In terms of other games, Mass Effect reminds me of two: SunDog: Frozen Legacy and Chrono Trigger. I don’t need to explain what Chrono Trigger is, because if you don’t at least know it by reputation, you’re a philistine. Like Chrono Trigger, Mass Effect has an engaging narrative, an awesome soundtrack including an end-credits song that left me grinning from ear to ear with how well it fit the moment, and a large cast of genuinely likable, non-annoying characters. Like Chrono Trigger, the moment I finished Mass Effect I thought, “I want to play through it again, right this minute.”

SunDog is a game I played often on an Atari ST, back when I was 12. It dates from 1984, which means it’s only one year younger than me. SunDog’s play mechanics involved switching between a guy with a gun, to a guy driving a car, to a guy piloting a spaceship with a car inside it, all of which Mass Effect also has. Furthermore, while in the car or the ship, the player could explore the vehicle’s innards and tool around a galaxy with a bunch of different solar systems. It felt like being in a science-fiction story. While I was playing it, 11 years after it came out, it beat the hell out of any game that was new at the time.

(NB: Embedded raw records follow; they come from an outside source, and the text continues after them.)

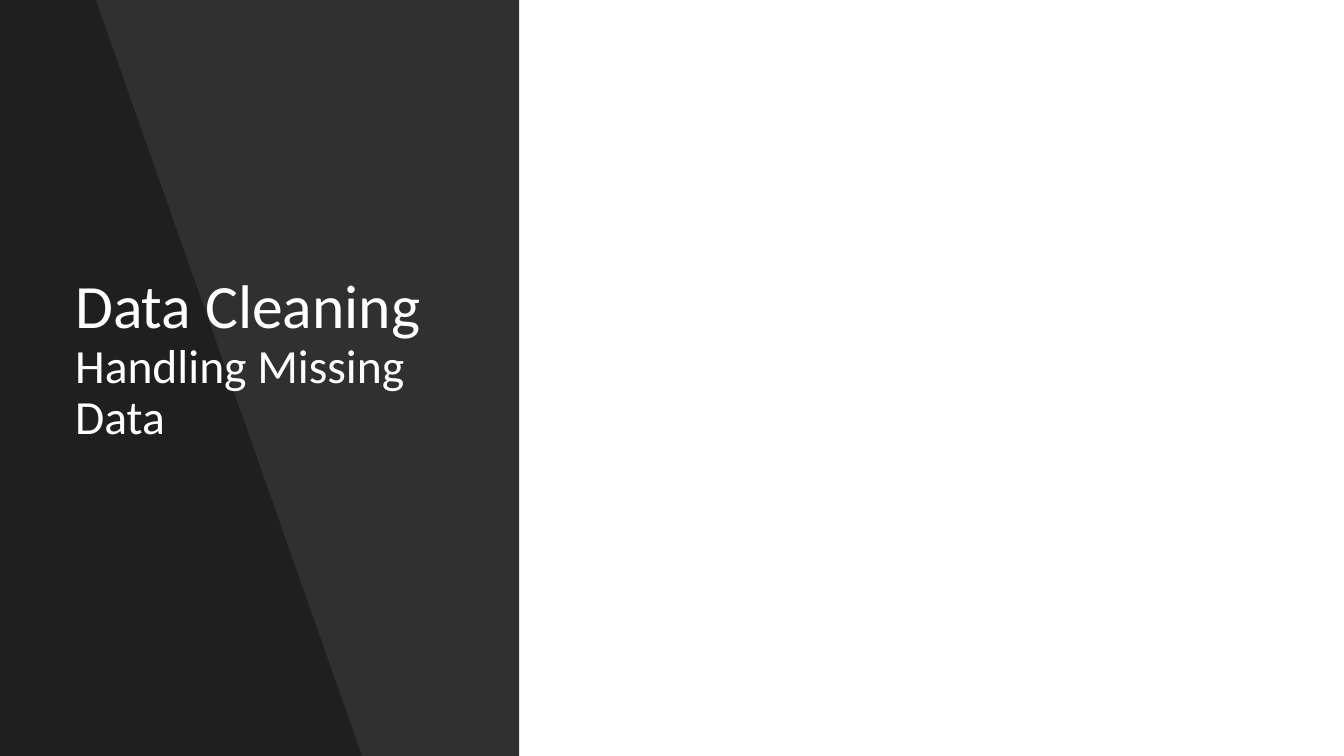
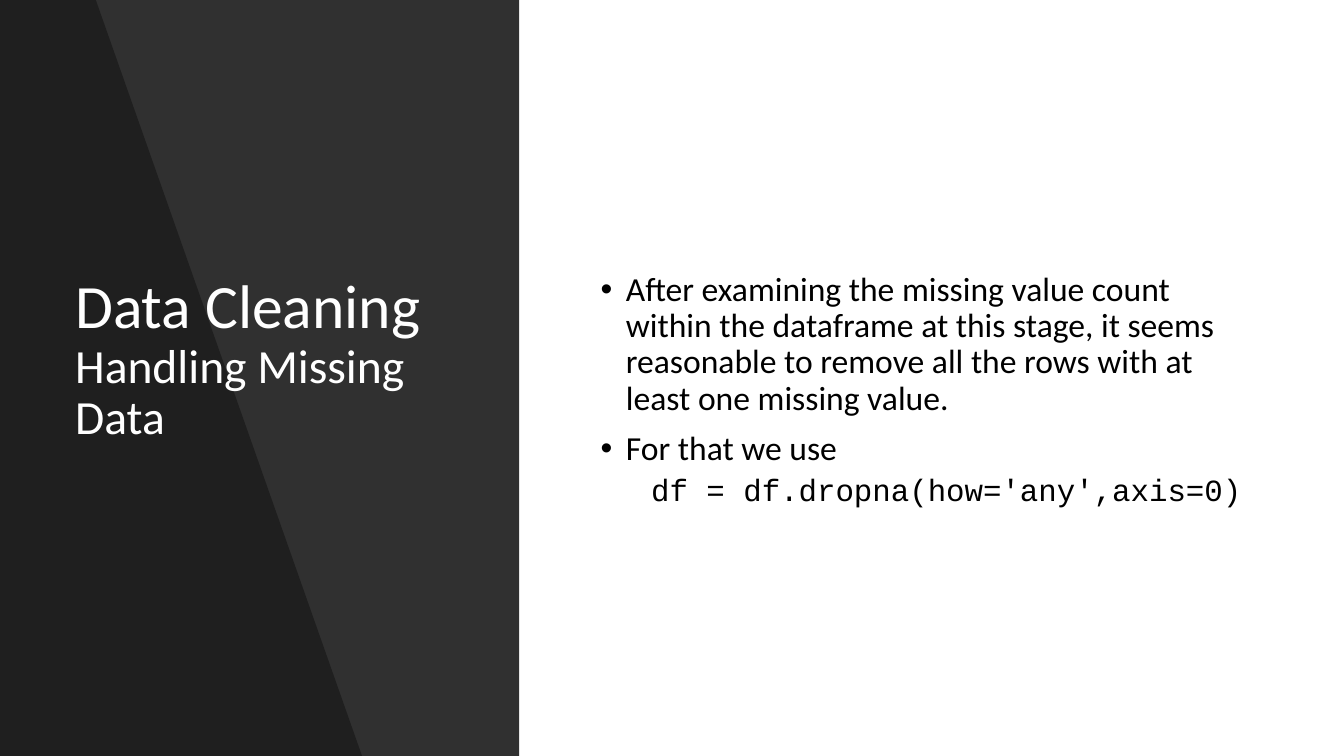
Before and after one commit to Moaaz-Mahmoud/Third-Year-Electrical-Testing-3A, a slide deck: slide 12 of projects-for-the-practical-exam/house-pricing/presentation.pptx (slide 8 before the commit). Drawn at 1344x756 pixels with LibreOffice and Linux fonts; fonts in the diff are those of the drawing. Boxes give left, top, right and bottom in pixels: in the first picture for what was removed or moved away, otherwise in the second. Text is boxed around its words. In the diff, an @@ line names an element or a change of style, - is before the commit and + after.

```diff
--- a/projects-for-the-practical-exam/house-pricing/presentation.pptx
+++ b/projects-for-the-practical-exam/house-pricing/presentation.pptx
@@ text added at box(626, 277, 1241, 508), 24 pt, text #000000 @@
+• After examining the missing value count within the dataframe at this stage, it seems reasonable to remove all the rows with at least one missing value.
+• For that we use
+  df = df.dropna(how='any',axis=0)
```
Also in this commit, not shown: 5 other slides changed, 10 slides added, 2 slides removed, 32 other files.

Over the years since playing SunDog, I’ve spent a lot of time imagining what a remake would be like. That remake has become my Game I’ve Always Wanted. (I think all gamers have one of those in their heads.) So now that Mass Effect has come along and is the SunDog remake, only with better everything and all the best traits of Chrono Trigger, it’s no surprise that I’m willing to overlook all its faults.

And oh boy, does it have a lot of faults to overlook. Texture pop. Inconsistent frame rate. The inadequate auto-save. The lack of in-game demos. The inventory system. The unavoidable instant-death attack thresher maws sometimes use.

But screw it. Castlevania: Symphony of the Night was released in October 1997, which means Mass Effect is the most fun game I’ve played in over a decade.